▶ **What the exercise asks**
Look in the data below for the line that has "Also in this commit, not shown: 2", then print exactly every line from there through the line that has "Azure DP900 Section 2 Module 1 First Half", leaving pictures out.

▶ **Data for analysis**
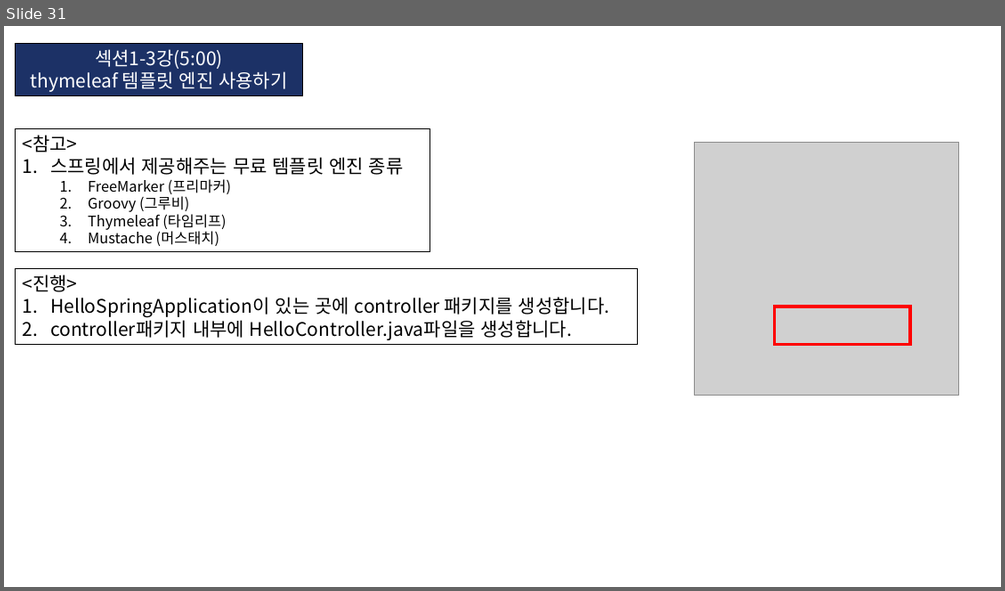
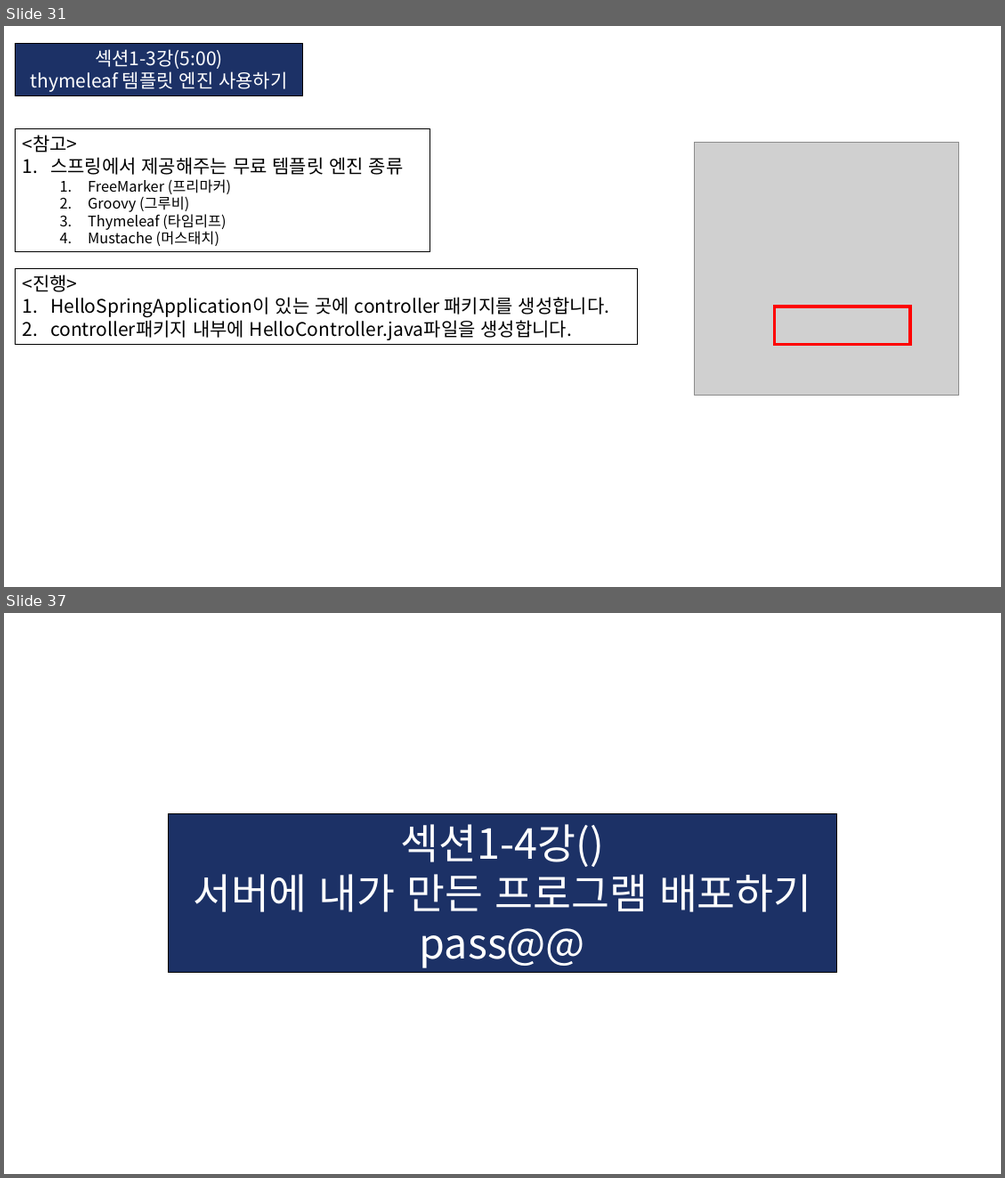
Before and after one commit to KIM-BEOMSOO/study, a slide deck: 00.공부 정리(최종)/12.Spring-Boot/03.인프런_김영한_스프링 입문/01.인프런_깅영한_Spring-Boot.pptx. Shown one above the other, each under a label of ours: slide 31 before the commit, slides 31 and 37 after it; the slides between them are not shown. The pictures are 1005x591 and 1005x1178 pixels, drawn with LibreOffice and Linux fonts; fonts in the diff are those of the drawing; grey boxes stand for pictures. Boxes give left, top, right and bottom in pixels: in the first picture for what was removed or moved away, otherwise in the second. Text is boxed around its words. In the diff, an @@ line names an element or a change of style, - is before the commit and + after.

```diff
--- a/00.공부 정리(최종)/12.Spring-Boot/03.인프런_김영한_스프링 입문/01.인프런_깅영한_Spring-Boot.pptx
+++ b/00.공부 정리(최종)/12.Spring-Boot/03.인프런_김영한_스프링 입문/01.인프런_깅영한_Spring-Boot.pptx
@@ slide 37 added at (x1=4, y1=613, x2=1001, y2=1174), background #FFFFFF @@
@@ rectangle added at (x1=169, y1=814, x2=836, y2=973), fill #1C3166, outline #000000 0.75 pt, 40 pt, text #FFFFFF @@
+섹션1-4강()
+서버에 내가 만든 프로그램 배포하기
+pass@@
```
Also in this commit, not shown: 2 slides changed, 22 other slides added.
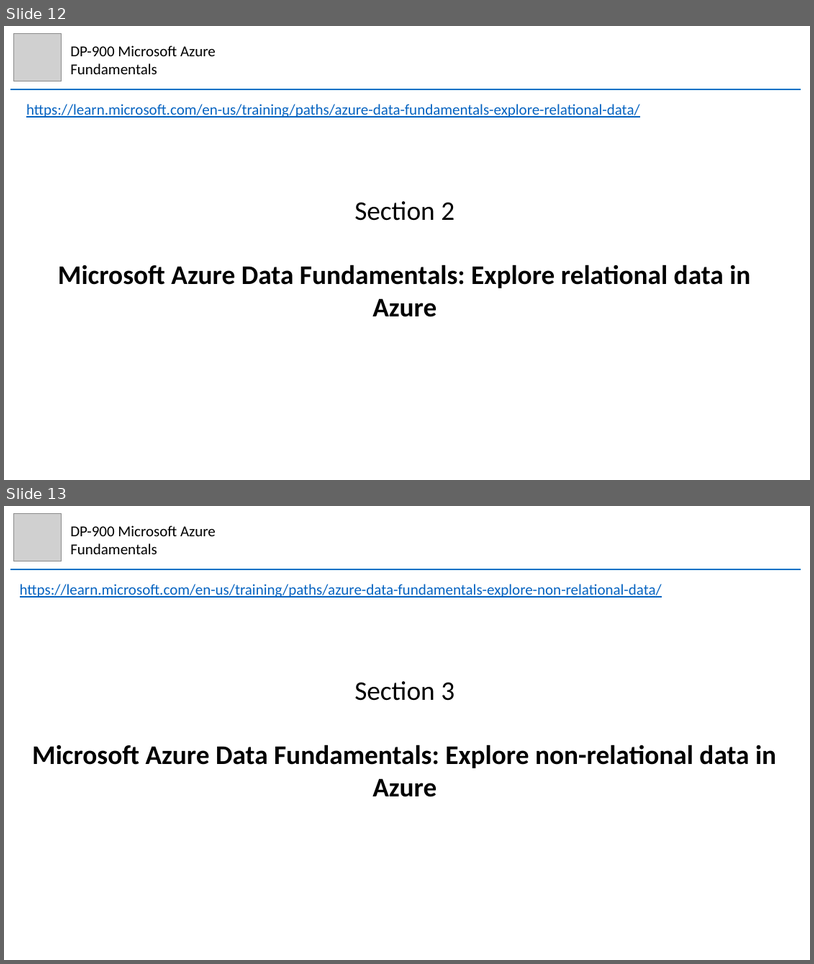
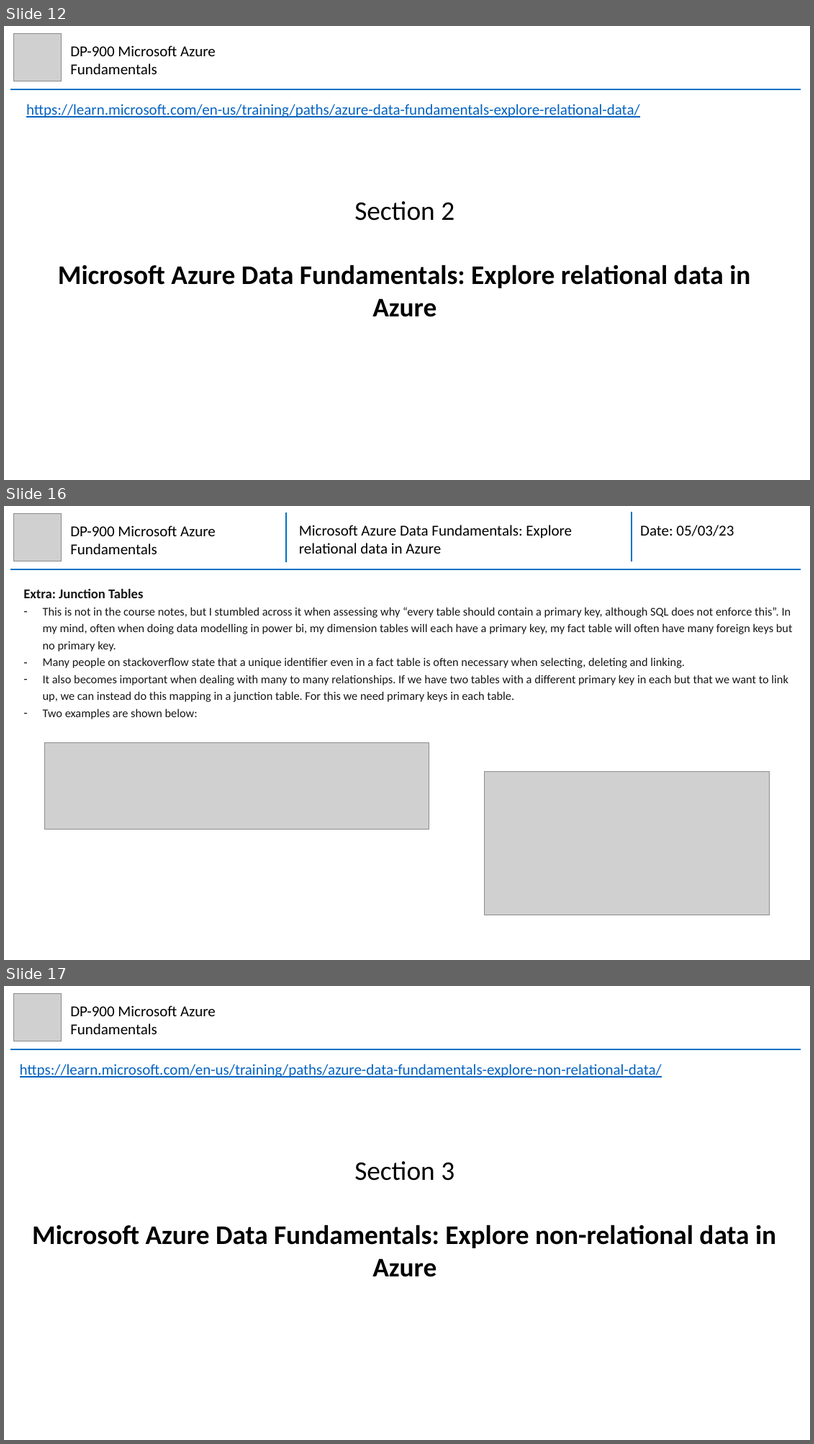
Before and after one commit to mhaythornthwaite/Testing_ML_Algorithms, a slide deck: Azure_DP-900_Fundamentals/MJH_DP-900_Azure_Fundamentals_Notes.pptx. Shown one above the other, each under a label of ours: slides 12 and 13 before the commit, slides 12, 16 and 17 after it; the slides between them are not shown. The pictures are 814x964 and 814x1444 pixels, drawn with LibreOffice and Linux fonts; fonts in the diff are those of the drawing; grey boxes stand for pictures. Boxes give left, top, right and bottom in pixels: in the first picture for what was removed or moved away, otherwise in the second. Text is boxed around its words. In the diff, an @@ line names an element or a change of style, - is before the commit and + after.

Commit message:
Azure DP900 Section 2 Module 1 First Half

```diff
--- a/Azure_DP-900_Fundamentals/MJH_DP-900_Azure_Fundamentals_Notes.pptx
+++ b/Azure_DP-900_Fundamentals/MJH_DP-900_Azure_Fundamentals_Notes.pptx
@@ slide 16 added at (x1=4, y1=506, x2=810, y2=960), background #FFFFFF @@
@@ picture added at (x1=13, y1=513, x2=62, y2=561) @@
@@ text added at (x1=70, y1=525, x2=216, y2=554), 18 pt, text #000000 @@
+DP-900 Microsoft Azure Fundamentals
@@ group added at (x1=10, y1=512, x2=801, y2=569): 3 lines, 2 texts @@
+Microsoft Azure Data Fundamentals: Explore relational data in Azure
+Date: 05/03/23
@@ text added at (x1=23, y1=589, x2=793, y2=719), 14 pt, text #161616 @@
+Extra: Junction Tables
+– This is not in the course notes, but I stumbled across it when assessing why “every table should contain a primary key, although SQL does not enforce this”. In my mind, often when doing data modelling in power bi, my dimension tables will each have a primary key, my fact table will often have many foreign keys but no primary key.
+– Many people on stackoverflow state that a unique identifier even in a fact table is often necessary when selecting, deleting and linking.
+– It also becomes important when dealing with many to many relationships. If we have two tables with a different primary key in each but that we want to link up, we can instead do this mapping in a junction table. For this we need primary keys in each table.
+– Two examples are shown below:
@@ picture added at (x1=44, y1=743, x2=430, y2=829) @@
@@ picture added at (x1=485, y1=772, x2=771, y2=915) @@
@@ what was slide 13 is now slide 17 @@
```
Also in this commit, not shown: 3 other slides added.

▶ **Result of this task**
Also in this commit, not shown: 2 slides changed, 22 other slides added.
Before and after one commit to mhaythornthwaite/Testing_ML_Algorithms, a slide deck: Azure_DP-900_Fundamentals/MJH_DP-900_Azure_Fundamentals_Notes.pptx. Shown one above the other, each under a label of ours: slides 12 and 13 before the commit, slides 12, 16 and 17 after it; the slides between them are not shown. The pictures are 814x964 and 814x1444 pixels, drawn with LibreOffice and Linux fonts; fonts in the diff are those of the drawing; grey boxes stand for pictures. Boxes give left, top, right and bottom in pixels: in the first picture for what was removed or moved away, otherwise in the second. Text is boxed around its words. In the diff, an @@ line names an element or a change of style, - is before the commit and + after.

Commit message:
Azure DP900 Section 2 Module 1 First Half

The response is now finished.